In that group, find the VMs for the cluster and click on one of them.
In the VM settings, within Properties, look for the fields in the Networking area.
Confirm that the Public IP address field is empty.
If it’s populated, the VM has a public IP address, which means the update failed.
Temporary rollback of upgrading to secure cluster connectivity
If something goes wrong during deployment you can reverse the process as a temporary rollback, but disabling SCC on a workspace is not supported other than for temporary rollback before continuing the upgrade later. If this is necessary temporarily, you can follow the instructions above for upgrade but set enableNoPublicIp
to false
instead of true.
Egress from workspace subnets
When you enable secure cluster connectivity, both of your workspace subnets are private subnets, since cluster nodes do not have public IP addresses.
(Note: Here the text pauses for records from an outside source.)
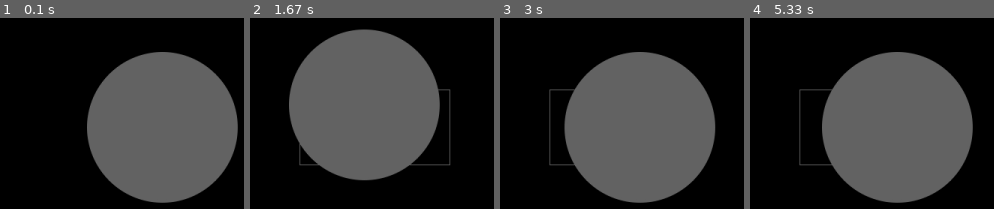
Above: before the commit, frames 1-4 (left to right).
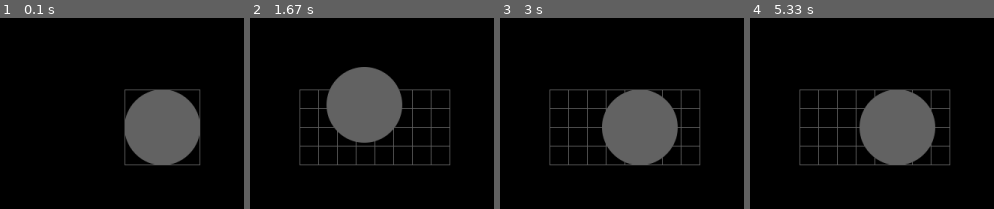
Above: after the commit, the same moments.

Repository: MathewKJ2048/pygame-jam-spring-2025
Game: pygame game, started from src/main.py
The game is run twice, just before and just after one commit, with the same random seed, the same clock (stepped at 60 frames per second) and the same inputs.
Inputs:
- Up to frame 1 (0.1 s): no input
- Up to frame 2 (1.67 s): tap S at 0.33, 1.65 s; hold Right 0.67-1.13 s; hold Up 1.17-1.47 s; hold Right from 1.5 s (still down)
- Up to frame 3 (3 s): release Right at 1.97 s; hold Left 2-2.53 s; hold Down 2.57-2.87 s; hold Left from 2.9 s (still down)
- Up to frame 4 (5.33 s): tap S at 3.05, 4.55 s; release Left at 3.3 s; hold Up 3.33-3.7 s; hold Right 3.73-4.37 s; hold Down 4.4-4.77 s; hold Left 4.8-5.27 s; hold Right from 5.3 s (still down)

The runs differ from the first frame. In frame 1, 29% of the frame differs, in the area x 35-98%, y 17-97%; in frame 2, 29%; in frame 3, 29%; in frame 4, 29%, in the area x 20-92%, y 17-97%.

Commit message:
subdivision single time

Diff:
--- a/src/conf.py
+++ b/src/conf.py
@@ -3,9 +3,21 @@
 from pygame import Vector2
 import math
 import random
+import os
 from colors import *
 
 CLOCK = pygame.time.Clock()
+
+debug_transcript = {}
+def log(key,value=None):
+	global debug_transcript
+	if value:
+		debug_transcript[key] = str(value)
+	else:
+		debug_transcript[key] = ""
+def get_debug_transcript():
+	global debug_transcript
+	return debug_transcript
 
 MAX_FRAME_RATE = 60
 
@@ -17,3 +29,6 @@
 SUBDIVISION = 4
 
 CAMERA_CONSTANT_SCALE = 100
+
+I = Vector2(1,0)
+J = Vector2(0,1)
--- a/src/game.py
+++ b/src/game.py
@@ -8,7 +8,6 @@
 		self.time = 0
 		self.spaces = []
 		self.objects = []
-		self.debug_transcript = {}
 		self.running = True
 		self.camera = Vector2(0,0)
 		self.scale = 1
@@ -18,10 +17,29 @@
 		self.builder.evolve(dt)
 		self.init_space_at_builder()
 		pass
-	def log(self,key,value):
-		self.debug_transcript[key] = value
 	def exit(self):
 		self.running = False
+
+
+	def get_current_space(self):
+		level = -1
+		space = None
+		for s in self.spaces:
+			if s.contains(self.builder) and s.level > level:
+				space = s
+				level = s.level
+		return space
+
+
+	def expand(self):
+
+		space = self.get_current_space()
+		if not space:
+			return
+		space.subdivide()
+		for c in space.children:
+			self.spaces.append(c)
+
 
 	def builder_in_space(self):
 		for s in self.spaces:
--- a/src/main.py
+++ b/src/main.py
@@ -18,6 +18,11 @@
 			if event.type == pygame.QUIT:
 				game.exit()
 
+			elif event.type == pygame.KEYDOWN:
+				if event.key == pygame.K_s:
+					log("press")
+					game.expand()
+
 		pressed_keys = pygame.key.get_pressed()
 		game.builder.v = Vector2(0,0)
 		if pressed_keys[pygame.K_LEFT]:
@@ -28,14 +33,15 @@
 			game.builder.v+=Vector2(0,1)
 		if pressed_keys[pygame.K_DOWN]:
 			game.builder.v+=Vector2(0,-1)
-		game.log("r",str(game.builder.r))
+		log("r",str(game.builder.r))
+		log("number of children",len(game.spaces))
 
-		game.log("framerate:",round(1/dt))
+		log("framerate:",round(1/dt))
 		game.evolve(dt)
 		screen.blit(render(game),(0,0))
 		pygame.display.flip()
 		if DEBUG:
-			print(game.debug_transcript)
+			print(get_debug_transcript())
 
 
 play()
--- a/src/render.py
+++ b/src/render.py
@@ -1,24 +1,25 @@
 from conf import *
 
-def project(r,scale):
+def project(r,game):
 	x = r.x
 	y = r.y
-	return (WIDTH/2+scale*x*CAMERA_CONSTANT_SCALE,HEIGHT/2-scale*y*CAMERA_CONSTANT_SCALE)
+	return (WIDTH/2+game.scale*x*CAMERA_CONSTANT_SCALE,HEIGHT/2-game.scale*y*CAMERA_CONSTANT_SCALE)
 
-def render_space(surface,s):
+def render_space(surface,s,game):
 	r = s.r
 	neighbours = [Vector2(1/2,1/2),Vector2(1/2,-1/2),Vector2(-1/2,-1/2),Vector2(-1/2,1/2)]
-	screen_points = [project(r+n*s.size,1) for n in neighbours]
+	screen_points = [project(r+n*s.size,game) for n in neighbours]
 	pygame.draw.polygon(surface,(100,100,100),screen_points,width=1)
 
-def render_object(surface,o):
+def render_object(surface,o,game):
 	r = o.r
-	pygame.draw.aacircle(surface,(100,100,100),project(r,o.scale),CAMERA_CONSTANT_SCALE)
+	size = CAMERA_CONSTANT_SCALE/2 * game.scale * o.scale
+	pygame.draw.aacircle(surface,(100,100,100),project(r,game),size)
 
 def render(game):
 	surface = pygame.Surface((WIDTH,HEIGHT))
 	surface.fill(BACKGROUND)
 	for s in game.spaces:
-		render_space(surface,s)
-	render_object(surface, game.builder)
+		render_space(surface,s,game)
+	render_object(surface, game.builder, game)
 	return surface
--- a/src/space.py
+++ b/src/space.py
@@ -16,5 +16,18 @@
 		diff_y = abs(self.r.y - o.r.y)
 		return diff_x < self.size/2 and diff_y < self.size/2
 
-	def subdivide():
-		pass
+	def subdivide(self):
+		if len(self.children) != 0:
+			return False
+		N = SUBDIVISION
+		new_size = self.size/N
+		ct = 0
+		for i in range(N):
+			for j in range(N):
+				ct+=1
+				s = Space()
+				s.size = new_size
+				s.r = self.r - (I+J)*self.size/2 + (I+J)*new_size/2 + i*I*new_size + j*J*new_size
+				self.children.append(s)
+		assert ct == SUBDIVISION*SUBDIVISION
+		return True

The implementation details of network egress vary based on whether you use the default (managed) VNet or whether you use the VNet injection to provide your own VNet in which to deploy your workspace.
Important
Additional costs may be incurred due to increased egress traffic when you use secure cluster connectivity. For the most secure deployment, Microsoft and Databricks strongly recommend that you enable secure cluster connectivity.
Egress with default (managed) VNet
If you use secure cluster connectivity with the default VNet that Azure Databricks creates, Azure Databricks automatically creates a NAT gateway for outbound traffic from your workspace’s subnets to the Azure backbone and public network. The NAT gateway is created within the managed resource group managed by Azure Databricks. You cannot modify this resource group or any resources provisioned within it. This NAT gateway incurs additional cost.
Egress with VNet injection
If you enable secure cluster connectivity on your workspace that uses VNet injection, Databricks recommends that your workspace has a stable egress public IP. Stable egress public IP addresses are useful because you can add them to external allow lists. For example, to connect from Azure Databricks to Salesforce with a stable outgoing IP address.
Warning
Microsoft announced that on September 30, 2025, default outbound access connectivity for virtual machines in Azure will be retired. See this announcement. This means that existing Azure Databricks workspaces that use default outbound access rather than a stable egress public IP might not continue to work after that date. Databricks recommends that you add explicit outbound methods for your workspaces before that date.
To add explicit outbound methods for you workspace, use an Azure NAT gateway or user-defined routes (UDRs).
- Azure NAT gateway: Use an Azure NAT gateway if your deployments only need some customization. Configure the gateway on both of the workspace’s subnets to ensure that all outbound traffic to the Azure backbone and public network transits through it. Clusters have a stable egress public IP, and you can modify the configuration for custom egress needs. You can configure this using either an Azure template or from the Azure portal.
- UDRs: Use UDRs if your deployments require complex routing requirements or your workspaces use VNet injection with an egress firewall. UDRs ensure that network traffic is routed correctly for your workspace, either directly to the required endpoints or through an egress firewall. To use UDRs, you must add direct routes or allowed firewall rules for the Azure Databricks secure cluster connectivity relay and other required endpoints listed at User-defined route settings for Azure Databricks.
Warning
Do not use an egress load balancer with a workspace that has secure cluster connectivity enabled. In production systems, an egress load balancer can lead to risk of exhausting ports.